Showing papers by "William L. Crosby published in 2014"

Genome-wide single nucleotide polymorphism and Insertion-Deletion discovery through next-generation sequencing of reduced representation libraries in common bean

Abstract: Single nucleotide polymorphisms (SNPs) and insertions-deletions (InDels) are valuable molecular markers for genomics and genetics studies and molecular breeding. The advent of next-generation sequencing techniques has enabled researchers to approach high-throughput and cost-effective SNP and InDel discovery on a genomic scale. In this report, 36 common bean genotypes grown in Canada were used to construct reduced representation libraries for next-generation sequencing. Using 76 million sequence reads generated by the Illumina HiSeq 2000 Sequencing System, we identified a total of 43,698 putative SNPs and 1,267 putative InDels. Of the SNPs, 43,504 were bi-allelic and 194 were tri-allelic, and the InDels comprised 574 insertions and 693 deletions. The putative bi-allelic SNPs were distributed across all 11 chromosomes with the highest number of SNPs observed in chromosome 2 (4,788), and the lowest in chromosome 10 (2,941). With the aid of the recent release of the first chromosome-scale version of Phaseolus vulgaris, 24,907 bi-allelic SNPs, 79 tri-allelic SNPs, 315 insertions, and 377 deletions were located in 8,758, 77, 273, and 364 genes, respectively. Among these 24,907 bi-allelic SNPs, 7,168 nonsynonymous bi-allelic SNPs were identified within 36 common bean genotypes that were located in 4,303 genes. A total of 113 putative SNPs were randomly chosen for validation using high-resolution melt analysis. Of the 113 candidate SNPs, 105 (92.9 %) contained the predicted SNPs.

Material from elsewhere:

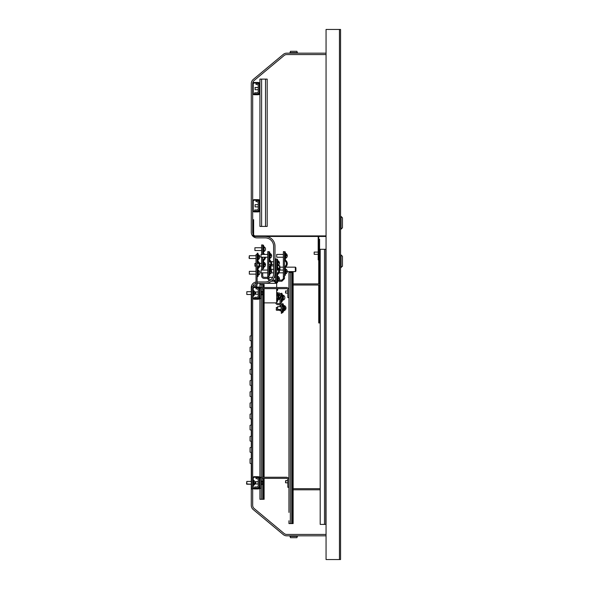 <?xml version="1.0" encoding="UTF-8"?>
<svg xmlns="http://www.w3.org/2000/svg" width="589" height="589" viewBox="0 0 589 589"><rect width="100%" height="100%" fill="white"/><g stroke="black" fill="none" stroke-linecap="round" stroke-linejoin="round"><path stroke-width="0.88" d="M340.56 29.45L326.056 29.45L326.056 559.55L340.56 559.55L340.56 29.45M290.495 51.295L296.885 51.295L297.364 52.612A0.839 0.839 0 0 0 298.152 53.165A0.839 0.839 0 0 1 297.364 52.612L290.016 52.612A0.839 0.839 0 0 1 289.228 53.165A0.839 0.839 0 0 0 290.016 52.612L290.495 51.295L290.016 52.612M296.885 537.705L297.364 536.388L296.885 537.705L290.495 537.705L290.016 536.388A0.839 0.839 0 0 0 289.228 535.835A0.839 0.839 0 0 1 290.016 536.388L297.364 536.388A0.839 0.839 0 0 1 298.152 535.835M326.056 53.165L286.784 53.165A5.581 5.581 0 0 0 283.213 54.46L253.292 79.39A5.581 5.581 0 0 0 251.282 83.682L251.282 232.28A5.581 5.581 0 0 0 256.863 237.86L265.234 237.86A8.371 8.371 0 0 1 273.605 246.231L273.605 273.576A8.371 8.371 0 0 1 265.234 281.947L257.143 281.947M326.056 54.563L286.784 54.563A4.182 4.182 0 0 0 284.104 55.528L254.183 80.465A4.182 4.182 0 0 0 252.681 83.682L252.681 232.28A4.182 4.182 0 0 0 254.772 235.909M265.234 236.469A9.763 9.763 0 0 1 274.997 246.231L274.997 273.576A9.763 9.763 0 0 1 265.234 283.338L257.143 283.338M256.024 282.006A5.581 5.581 0 0 0 251.282 287.528L251.282 335.642M256.024 283.427A4.182 4.182 0 0 0 252.909 286.158M251.282 463.727L251.282 505.318A5.581 5.581 0 0 0 253.292 509.61L283.213 534.54A5.581 5.581 0 0 0 286.784 535.835L326.056 535.835M252.681 488.966L252.681 288.419A1.45 1.45 0 0 1 254.131 286.968L254.573 286.968A2.57 2.57 0 0 0 257.143 284.399L257.143 254.603L256.024 254.603L256.024 284.399A1.45 1.45 0 0 1 254.573 285.849L254.131 285.849A2.57 2.57 0 0 0 251.562 288.419L251.562 488.966L252.681 488.966L252.681 505.318A4.182 4.182 0 0 0 254.183 508.535L284.104 533.472A4.182 4.182 0 0 0 286.784 534.437L326.056 534.437M251.282 340.965L251.282 346.796M251.282 352.126L251.282 357.957M251.282 363.288L251.282 369.119M251.282 374.449L251.282 380.28M251.282 385.604L251.282 391.442M251.282 396.765L251.282 402.596M251.282 407.927L251.282 413.758M251.282 419.088L251.282 424.919M251.282 430.25L251.282 436.081M251.282 441.404L251.282 447.242M251.282 452.566L251.282 458.397M326.056 236.469L254.352 236.469L254.352 235.909L326.056 235.909M254.352 236.469A1.281 1.281 0 0 1 253.071 235.188L253.071 219.726L253.623 219.726L253.623 235.188A0.729 0.729 0 0 0 254.352 235.909M318.185 259.904L318.745 259.904L318.185 259.904L318.745 259.904L318.185 259.904L318.185 237.19A1.281 1.281 0 0 1 318.413 236.469M319.474 236.469A0.729 0.729 0 0 0 318.745 237.19L318.745 239.259L319.584 239.259L319.584 283.898M259.933 208.013L259.933 210.244A1.671 1.671 0 0 1 258.254 211.915L254.352 211.915A1.671 1.671 0 0 1 252.681 210.244L252.681 201.313A1.671 1.671 0 0 1 254.352 199.642L258.254 199.642A1.671 1.671 0 0 1 259.933 201.313L259.933 208.013L259.374 208.013L259.374 210.244A1.119 1.119 0 0 1 258.254 211.355L254.352 211.355A1.119 1.119 0 0 1 253.233 210.244L253.233 201.313A1.119 1.119 0 0 1 254.352 200.201L258.254 200.201A1.119 1.119 0 0 1 259.374 201.313L259.374 203.544L259.933 203.544M259.933 90.831L259.933 93.062A1.671 1.671 0 0 1 258.254 94.733L254.352 94.733A1.671 1.671 0 0 1 252.681 93.062L252.681 84.131A1.671 1.671 0 0 1 254.352 82.46L258.254 82.46A1.671 1.671 0 0 1 259.933 84.131L259.933 90.831L259.374 90.831L259.374 93.062A1.119 1.119 0 0 1 258.254 94.181L254.352 94.181A1.119 1.119 0 0 1 253.233 93.062L253.233 84.131A1.119 1.119 0 0 1 254.352 83.02L258.254 83.02A1.119 1.119 0 0 1 259.374 84.131L259.374 86.369L259.933 86.369L259.933 86.922L259.933 86.369M341.068 267.664L341.068 254.941L342.459 256.333L342.459 266.265L340.56 267.664M342.459 227.766L342.459 217.834L341.068 216.435L341.068 229.158L342.459 227.766M340.56 229.158L341.068 229.158M340.56 216.435L341.068 216.435M259.374 485.056L259.933 485.056L259.933 487.287A1.671 1.671 0 0 1 258.254 488.966L254.352 488.966A1.671 1.671 0 0 1 252.681 487.287L252.681 478.364A1.671 1.671 0 0 1 254.352 476.685L258.254 476.685A1.671 1.671 0 0 1 259.933 478.364L259.933 480.595L259.374 480.595L259.374 487.287A1.119 1.119 0 0 1 258.254 488.406L254.352 488.406A1.119 1.119 0 0 1 253.233 487.287L253.233 478.364A1.119 1.119 0 0 1 254.352 477.245L258.254 477.245A1.119 1.119 0 0 1 259.374 478.364L259.374 480.595M259.374 295.339L259.933 295.339L259.933 297.57A1.671 1.671 0 0 1 258.254 299.241L254.352 299.241A1.671 1.671 0 0 1 252.681 297.57L252.681 288.639A1.671 1.671 0 0 1 254.352 286.968L258.254 286.968A1.671 1.671 0 0 1 259.933 288.639L259.933 290.87L259.374 290.87L259.374 297.57A1.119 1.119 0 0 1 258.254 298.682L254.352 298.682A1.119 1.119 0 0 1 253.233 297.57L253.233 288.639A1.119 1.119 0 0 1 254.352 287.528L258.254 287.528A1.119 1.119 0 0 1 259.374 288.639L259.374 290.87M251.562 341.068L250.067 340.523L250.067 336.083L251.562 335.539M251.562 352.229L250.067 351.685L250.067 347.245L251.562 346.7M251.562 363.391L250.067 362.846L250.067 358.399L251.562 357.854M251.562 374.545L250.067 374L250.067 369.561L251.562 369.016M251.562 385.707L250.067 385.162L250.067 380.722L251.562 380.177M251.562 396.868L250.067 396.323L250.067 391.884L251.562 391.339M251.562 408.03L250.067 407.485L250.067 403.045L251.562 402.501M251.562 419.191L250.067 418.646L250.067 414.2L251.562 413.655M251.562 430.345L250.067 429.801L250.067 425.361L251.562 424.816M251.562 441.507L250.067 440.962L250.067 436.523L251.562 435.978M251.562 452.669L250.067 452.124L250.067 447.684L251.562 447.139M251.562 463.83L250.067 463.285L250.067 458.846L251.562 458.301M259.933 113.147L259.933 123.197L259.933 113.147M259.933 156.114L259.933 157.513M259.933 84.131L259.933 79.11L259.933 84.131L259.933 79.11L267.185 79.11L267.185 226.426L259.933 226.426L259.933 210.244M267.185 79.11L267.185 226.426M259.933 93.062L259.933 201.313M259.374 91.332A2.57 2.57 0 0 1 256.804 93.901L254.632 93.901L254.632 92.782L256.804 92.782A1.45 1.45 0 0 0 258.254 91.332L258.254 85.861A1.45 1.45 0 0 0 256.804 84.411L256.024 84.411L256.024 83.299L256.804 83.299A2.57 2.57 0 0 1 259.374 85.861M259.374 86.369L259.374 90.831M259.374 208.513A2.57 2.57 0 0 1 256.804 211.076L254.632 211.076L254.632 209.964L256.804 209.964A1.45 1.45 0 0 0 258.254 208.513L258.254 203.043A1.45 1.45 0 0 0 256.804 201.593L256.024 201.593L256.024 200.474L256.804 200.474A2.57 2.57 0 0 1 259.374 203.043M259.374 203.544L259.374 208.013M259.374 485.557A2.57 2.57 0 0 1 256.804 488.126L254.632 488.126L254.632 487.007L256.804 487.007A1.45 1.45 0 0 0 258.254 485.557L258.254 480.094A1.45 1.45 0 0 0 256.804 478.643L256.024 478.643L256.024 477.524L256.804 477.524A2.57 2.57 0 0 1 259.374 480.094M255.074 89.712L255.074 87.481L255.074 89.712L258.254 89.712M255.074 206.894L255.074 204.663L255.074 206.894L258.254 206.894M255.633 483.944L255.633 481.706L255.633 483.944L258.254 483.944M261.045 480.874L261.457 480.874L261.457 484.776A2.231 2.231 0 0 0 262.606 482.892A2.223 2.054 0 0 1 262.569 483.26M262.606 482.825A2.223 2.054 180 0 0 261.56 481.014L261.56 481.147A2.223 2.054 0 0 1 262.606 482.892M285.488 482.494L285.658 480.595L285.658 482.825L287.83 482.825M285.658 480.786L287.83 480.595L285.658 480.595M255.354 483.613L255.523 481.706M255.354 293.97L255.354 292.247M314.173 254.323L314.173 252.092L314.173 254.323L318.185 254.323M320.195 251.385A2.231 2.231 0 0 0 319.996 251.253L319.584 251.253L319.996 251.253L319.996 255.162A2.231 2.231 0 0 0 320.195 255.037M259.933 182.34L259.933 192.389L259.933 182.34M259.933 218.615L259.933 226.426L259.933 218.615M320.195 488.686L293.131 488.686M320.195 489.798L293.131 489.798M320.195 285.017L293.131 285.017M320.195 283.898L293.131 283.898M259.933 479.814A2.57 2.57 0 0 1 262.495 477.245L286.379 477.245A2.57 2.57 0 0 1 288.949 479.814L288.949 477.915L288.949 479.814M259.933 487.287L259.933 488.406L261.045 488.406L261.045 479.814A1.45 1.45 0 0 1 262.495 478.364L286.379 478.364A1.45 1.45 0 0 1 287.83 479.814L287.83 487.287L288.949 487.287M259.933 478.364L259.933 477.245L261.045 477.245L261.045 477.694M259.933 485.056L259.933 480.595M288.949 283.397L288.949 276.697M288.949 340.979L288.949 347.679M288.949 401.249L288.949 396.22M288.949 454.811L288.949 449.79M288.949 520.772L288.949 523.562L292.578 523.562L292.578 272.457L288.949 272.457L288.949 512.401M288.949 287.41L288.949 289.089M288.949 297.57L288.949 298.13L288.949 297.57L287.83 297.57L287.83 290.09A1.45 1.45 0 0 0 286.379 288.639L262.495 288.639A1.45 1.45 0 0 0 261.045 290.09L261.045 298.682L259.933 298.682L259.933 297.57M288.949 306.494L288.949 308.842L288.949 306.494M288.949 317.213L288.949 319.555L288.949 317.213M288.949 327.926L288.949 330.267L288.949 327.926M288.949 349.351L288.949 351.692L288.949 349.351M288.949 360.063L288.949 362.412L288.949 360.063M288.949 370.776L288.949 373.124L288.949 370.776M288.949 381.495L288.949 383.837L288.949 381.495M288.949 392.208L288.949 394.549L288.949 392.208M288.949 402.92L288.949 405.261L288.949 402.92M288.949 413.633L288.949 415.974L288.949 413.633M288.949 424.345L288.949 426.694L288.949 424.345M288.949 435.057L288.949 437.406L288.949 435.057M288.949 445.777L288.949 448.119L288.949 445.777M288.949 458.831L288.949 465.524M288.949 467.202L288.949 469.543L288.949 467.202M288.949 488.627L288.949 490.968L288.949 488.627M288.949 499.339L288.949 501.688L288.949 499.339M292.578 523.562L293.131 523.562L293.131 272.457L292.578 272.457M285.488 292.777L285.658 290.87L285.658 293.108L287.83 293.108M285.658 291.062L287.83 290.87M259.374 295.84A2.57 2.57 0 0 1 256.804 298.409L254.632 298.409L254.632 297.29L256.804 297.29A1.45 1.45 0 0 0 258.254 295.84L258.254 290.37A1.45 1.45 0 0 0 256.804 288.919L256.024 288.919L256.024 287.807L256.804 287.807A2.57 2.57 0 0 1 259.374 290.37M259.933 290.09A2.57 2.57 0 0 1 262.495 287.528L286.379 287.528A2.57 2.57 0 0 1 288.949 290.09M259.933 288.639L259.933 287.528L261.045 287.528L261.045 287.977M259.933 295.339L259.933 290.87M255.633 294.22L255.633 291.989L255.633 294.22L258.254 294.22M261.045 291.15L261.457 291.15L261.457 295.06A2.231 2.231 0 0 0 262.606 293.167A2.223 2.054 0 0 1 261.457 295.06L261.045 295.06M262.606 293.108A2.223 2.054 180 0 0 261.56 291.297L261.56 291.422A2.223 2.054 0 0 1 262.606 293.167M325.776 249.302L325.776 524.394L320.195 524.394L320.195 249.302L325.776 249.302M263.555 287.528L263.555 284.458L259.933 284.458L259.933 287.528M259.933 298.682L259.933 477.245M259.933 488.406L259.933 499.288L264.115 499.288L264.115 478.364M263.555 288.639L263.555 477.245M263.555 478.364L263.555 499.288M263.555 284.458L264.115 284.458L264.115 287.528M264.115 288.639L264.115 477.245M264.115 302.871L276.675 302.871L276.675 288.639M276.675 287.528L276.675 283.338L265.234 283.338M259.933 284.568L259.933 283.338M267.745 251.643L267.745 276.756L268.856 276.756L268.856 251.643L267.745 251.643M272.493 280.106L274.106 280.106L276.675 282.668L276.675 283.338M271.308 281.218L274.106 281.218L275.556 282.668L275.556 283.338M267.745 276.756L267.745 278.656L269.18 280.953M267.745 278.656L268.856 278.656L268.856 276.756M268.856 278.656L270.469 280.106M275.556 282.668L276.675 282.668L276.675 258.954L275.556 258.954L275.556 280.555M276.675 302.142A1.45 1.45 0 0 0 278.126 303.593L279.687 303.593A2.57 2.57 0 0 1 282.249 306.162L282.249 311.404L281.137 311.404L281.137 306.162A1.45 1.45 0 0 0 279.687 304.712L278.126 304.712A2.57 2.57 0 0 1 275.659 302.871M268.856 275.357L269.696 275.357L269.696 268.135A1.951 1.951 0 0 1 270.322 266.707A4.182 4.182 0 0 0 270.322 260.581A1.951 1.951 0 0 1 269.696 259.153L269.696 251.923L268.856 251.923M268.856 259.153A2.79 2.79 0 0 0 269.747 261.192A3.35 3.35 0 0 1 269.747 266.088A2.79 2.79 0 0 0 268.856 268.135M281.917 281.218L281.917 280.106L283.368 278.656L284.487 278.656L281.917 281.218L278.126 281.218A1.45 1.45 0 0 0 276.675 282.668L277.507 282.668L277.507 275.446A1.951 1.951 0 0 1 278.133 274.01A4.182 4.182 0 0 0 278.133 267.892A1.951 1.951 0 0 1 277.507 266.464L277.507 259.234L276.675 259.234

Computational analysis of the stability of SCF ligases employing domain information

Abstract: Because of the unequivocally fundamental role of SCF ubiquitin ligase in many biological functions within a living cell including regulating DNA repair, cell cycle progression, and inflammation, we have analyzed the role of domain interactions in determining particular types of protein-protein interactions (PPIs) that are known or predicted to occur involving subunit components of the SCF-ligase complex. We focus on the prediction and analysis of obligate and non-obligate SCF-ligase complexes by using sequence domains from the Pfam database. After extracting different types of feature vectors, the prediction is performed via a support vector machine (SVM). The numerical results demonstrate that most of the interactions of SCF-ligase complexes are mediated by at least one domain. Moreover, domain-domain interactions dominate in obligate complexes whereas non-obligate complexes exhibit more domain-peptide chain interactions. Also, the computational results show that the best prediction accuracy of 80.46% is achieved using the combination of feature vectors of domain-domain type, domain-peptide chain type and no-domain interactions.